“TÜRK SİNEMASINDA YEREL KODLAR” SEMPOZYUMU TAMAMLANDI

“TÜRK SİNEMASINDA YEREL KODLAR” başlıklı sempozyum 22-23 Eylül tarihlerinde, 20 konuşmacının katılımıyla 5 oturum halinde yapıldı.

“TÜRK SİNEMASINDA YEREL KODLAR” SEMPOZYUMU TAMAMLANDI
 “TÜRK SİNEMASINDA YEREL KODLAR” SEMPOZYUMU TAMAMLANDI

“TÜRK SİNEMASINDA YEREL KODLAR” başlıklı sempozyum 22-23 Eylül tarihlerinde, 20 konuşmacının katılımıyla 5 oturum halinde yapıldı.

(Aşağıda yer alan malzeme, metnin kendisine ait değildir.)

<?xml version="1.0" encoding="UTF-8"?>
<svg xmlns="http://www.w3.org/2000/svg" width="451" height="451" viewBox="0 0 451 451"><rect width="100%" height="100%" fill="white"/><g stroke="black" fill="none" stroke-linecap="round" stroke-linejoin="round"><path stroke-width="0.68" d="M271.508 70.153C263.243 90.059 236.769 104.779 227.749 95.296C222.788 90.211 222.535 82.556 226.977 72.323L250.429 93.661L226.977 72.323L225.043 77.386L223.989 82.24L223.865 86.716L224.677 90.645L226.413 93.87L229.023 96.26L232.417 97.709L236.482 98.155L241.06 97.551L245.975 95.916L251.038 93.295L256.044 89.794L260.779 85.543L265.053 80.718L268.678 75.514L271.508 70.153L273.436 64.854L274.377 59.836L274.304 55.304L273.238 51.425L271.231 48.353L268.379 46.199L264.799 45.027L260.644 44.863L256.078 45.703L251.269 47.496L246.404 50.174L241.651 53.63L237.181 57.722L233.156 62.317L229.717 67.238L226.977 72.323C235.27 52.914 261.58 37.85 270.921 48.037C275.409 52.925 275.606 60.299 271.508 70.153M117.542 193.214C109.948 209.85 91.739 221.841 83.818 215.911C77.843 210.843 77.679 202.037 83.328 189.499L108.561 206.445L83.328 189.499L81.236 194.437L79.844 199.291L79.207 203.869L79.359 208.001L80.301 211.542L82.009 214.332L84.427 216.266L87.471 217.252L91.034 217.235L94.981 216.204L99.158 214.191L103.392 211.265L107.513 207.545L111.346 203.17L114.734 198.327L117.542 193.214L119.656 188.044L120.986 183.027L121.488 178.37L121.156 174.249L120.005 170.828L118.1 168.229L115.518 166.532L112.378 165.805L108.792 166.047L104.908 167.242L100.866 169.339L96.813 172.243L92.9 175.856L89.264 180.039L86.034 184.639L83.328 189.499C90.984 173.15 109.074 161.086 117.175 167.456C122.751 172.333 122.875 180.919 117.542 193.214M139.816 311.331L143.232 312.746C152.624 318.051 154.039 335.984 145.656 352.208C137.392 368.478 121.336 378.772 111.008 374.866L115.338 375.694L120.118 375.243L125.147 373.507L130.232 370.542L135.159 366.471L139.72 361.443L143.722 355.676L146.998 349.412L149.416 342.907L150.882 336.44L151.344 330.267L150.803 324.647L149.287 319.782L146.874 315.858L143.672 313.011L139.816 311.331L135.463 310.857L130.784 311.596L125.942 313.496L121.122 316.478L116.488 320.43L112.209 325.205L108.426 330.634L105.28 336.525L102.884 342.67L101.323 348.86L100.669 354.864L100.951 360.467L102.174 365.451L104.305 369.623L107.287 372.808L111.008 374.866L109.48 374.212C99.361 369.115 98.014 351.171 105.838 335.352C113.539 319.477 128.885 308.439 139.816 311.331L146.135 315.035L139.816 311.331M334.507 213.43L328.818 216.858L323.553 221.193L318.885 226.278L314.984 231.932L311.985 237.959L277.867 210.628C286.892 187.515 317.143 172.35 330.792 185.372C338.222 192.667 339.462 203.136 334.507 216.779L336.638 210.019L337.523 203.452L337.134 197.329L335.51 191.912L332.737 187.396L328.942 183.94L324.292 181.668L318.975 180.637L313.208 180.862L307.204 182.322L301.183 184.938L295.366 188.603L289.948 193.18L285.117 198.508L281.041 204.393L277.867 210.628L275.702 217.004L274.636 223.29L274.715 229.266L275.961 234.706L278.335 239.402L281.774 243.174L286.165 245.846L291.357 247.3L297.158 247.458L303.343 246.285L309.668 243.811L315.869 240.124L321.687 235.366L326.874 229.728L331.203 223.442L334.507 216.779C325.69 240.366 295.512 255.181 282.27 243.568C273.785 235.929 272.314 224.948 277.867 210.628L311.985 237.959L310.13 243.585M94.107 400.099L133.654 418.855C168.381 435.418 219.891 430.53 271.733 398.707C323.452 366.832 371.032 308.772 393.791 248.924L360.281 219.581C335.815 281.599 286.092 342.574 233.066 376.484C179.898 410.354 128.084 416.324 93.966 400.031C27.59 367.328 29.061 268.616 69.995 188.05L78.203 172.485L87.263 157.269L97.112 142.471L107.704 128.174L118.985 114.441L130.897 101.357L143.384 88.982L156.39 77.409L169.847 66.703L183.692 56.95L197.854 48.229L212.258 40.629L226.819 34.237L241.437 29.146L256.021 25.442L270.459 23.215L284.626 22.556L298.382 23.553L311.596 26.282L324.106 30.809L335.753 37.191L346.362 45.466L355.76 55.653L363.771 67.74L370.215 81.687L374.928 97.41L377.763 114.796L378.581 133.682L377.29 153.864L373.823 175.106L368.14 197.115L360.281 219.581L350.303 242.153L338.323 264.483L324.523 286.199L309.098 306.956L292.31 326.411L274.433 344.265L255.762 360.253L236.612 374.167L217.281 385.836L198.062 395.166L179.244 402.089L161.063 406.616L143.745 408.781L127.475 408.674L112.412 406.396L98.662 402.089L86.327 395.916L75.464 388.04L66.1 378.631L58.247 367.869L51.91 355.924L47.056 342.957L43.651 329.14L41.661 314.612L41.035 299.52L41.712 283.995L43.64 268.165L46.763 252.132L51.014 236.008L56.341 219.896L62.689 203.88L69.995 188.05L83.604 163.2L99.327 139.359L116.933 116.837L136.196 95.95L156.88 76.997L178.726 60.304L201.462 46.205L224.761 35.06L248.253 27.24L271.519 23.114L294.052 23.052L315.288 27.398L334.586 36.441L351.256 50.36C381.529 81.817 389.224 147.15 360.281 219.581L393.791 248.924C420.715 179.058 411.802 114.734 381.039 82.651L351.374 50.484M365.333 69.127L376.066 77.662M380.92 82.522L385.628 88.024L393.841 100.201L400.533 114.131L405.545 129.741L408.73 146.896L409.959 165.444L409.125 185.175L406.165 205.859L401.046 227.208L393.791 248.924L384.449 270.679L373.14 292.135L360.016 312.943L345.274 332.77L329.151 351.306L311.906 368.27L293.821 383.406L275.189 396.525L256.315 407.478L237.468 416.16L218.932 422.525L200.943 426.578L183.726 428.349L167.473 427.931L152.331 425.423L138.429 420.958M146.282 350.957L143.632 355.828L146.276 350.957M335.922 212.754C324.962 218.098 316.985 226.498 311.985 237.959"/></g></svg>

9-16 Kasım 2017 tarihleri arasında Malatya Büyükşehir Belediyesi tarafından düzenlenecek 7. Malatya Uluslararası Film Festivali, bu yılki yenilikler kapsamında, ‘Festivale Doğru’ başlığıyla önemli bir sempozyuma ev sahipliği yaptı. Festivale bir ay kala gerçekleştirilen “TÜRK SİNEMASINDA YEREL KODLAR” başlıklı sempozyum 22-23 Eylül tarihlerinde, 20 konuşmacının katılımıyla 5 oturum halinde yapıldı.

Sempozyumun 22 Eylül Cuma sabahı gerçekleştirilen ilk oturumunun açılışına Malatya Uluslararası Film Festivali Başkanı ve Büyükşehir Belediye Başkanı Ahmet Çakır’ın yanı sıra, Büyükşehir Belediyesi Genel Sekreter YardımcılarıMalatya Uluslararası Film Festivali Direktörü Suat Köçer, Battalgazi Belediye Başkan Yardımcısı Zafer Kırçuval, İnönü Üniversitesi Rektör Yardımcısı Prof. Dr. Nusret Akpolat, AK Parti İl Başkan Yardımcısı Mahmut Öner Özer, Büyükşehir Belediyesi Daire Başkanları, Şube Müdürleri, Meclis Üyeleri, muhtarlar, üniversite öğrencileri ve Malatyalı sinemaseverler katıldı.

100 yılı geride bırakan Türk sinemasının yerel değerler ve yerliliğe bakışını çok sayıda önemli ismin katılımıyla, etraflı biçimde masaya yatıran sempozyumun açılış konuşmasını Festival Direktörü Suat Köçer yaptı. Bu yıl 7.’si düzenlenecek Malatya Uluslararası Film Festivali çatısı altında Türk sinemasının temel bir meselesini tartışıyor olmanın önemine dikkat çeken Suat Köçer, bu tartışmayı çok sayıda değerli sinemacıyla Malatya’da yapıyor olmanın ayrı bir mutluluk olduğunu söyledi. Sempozyumun kitaplaştırılarak önemli bir kaynak esere dönüştürüleceğinin altını çizen KöçerMalatya Uluslararası Film Festivaliiçin hazırlıkların tüm hızıyla devam ettiğini ve 9-16 Kasım tarihleri arasında düzenlenecek olan festivalde sinemaseverleri çok önemli sürprizlerin beklediğini sözlerine ekledi.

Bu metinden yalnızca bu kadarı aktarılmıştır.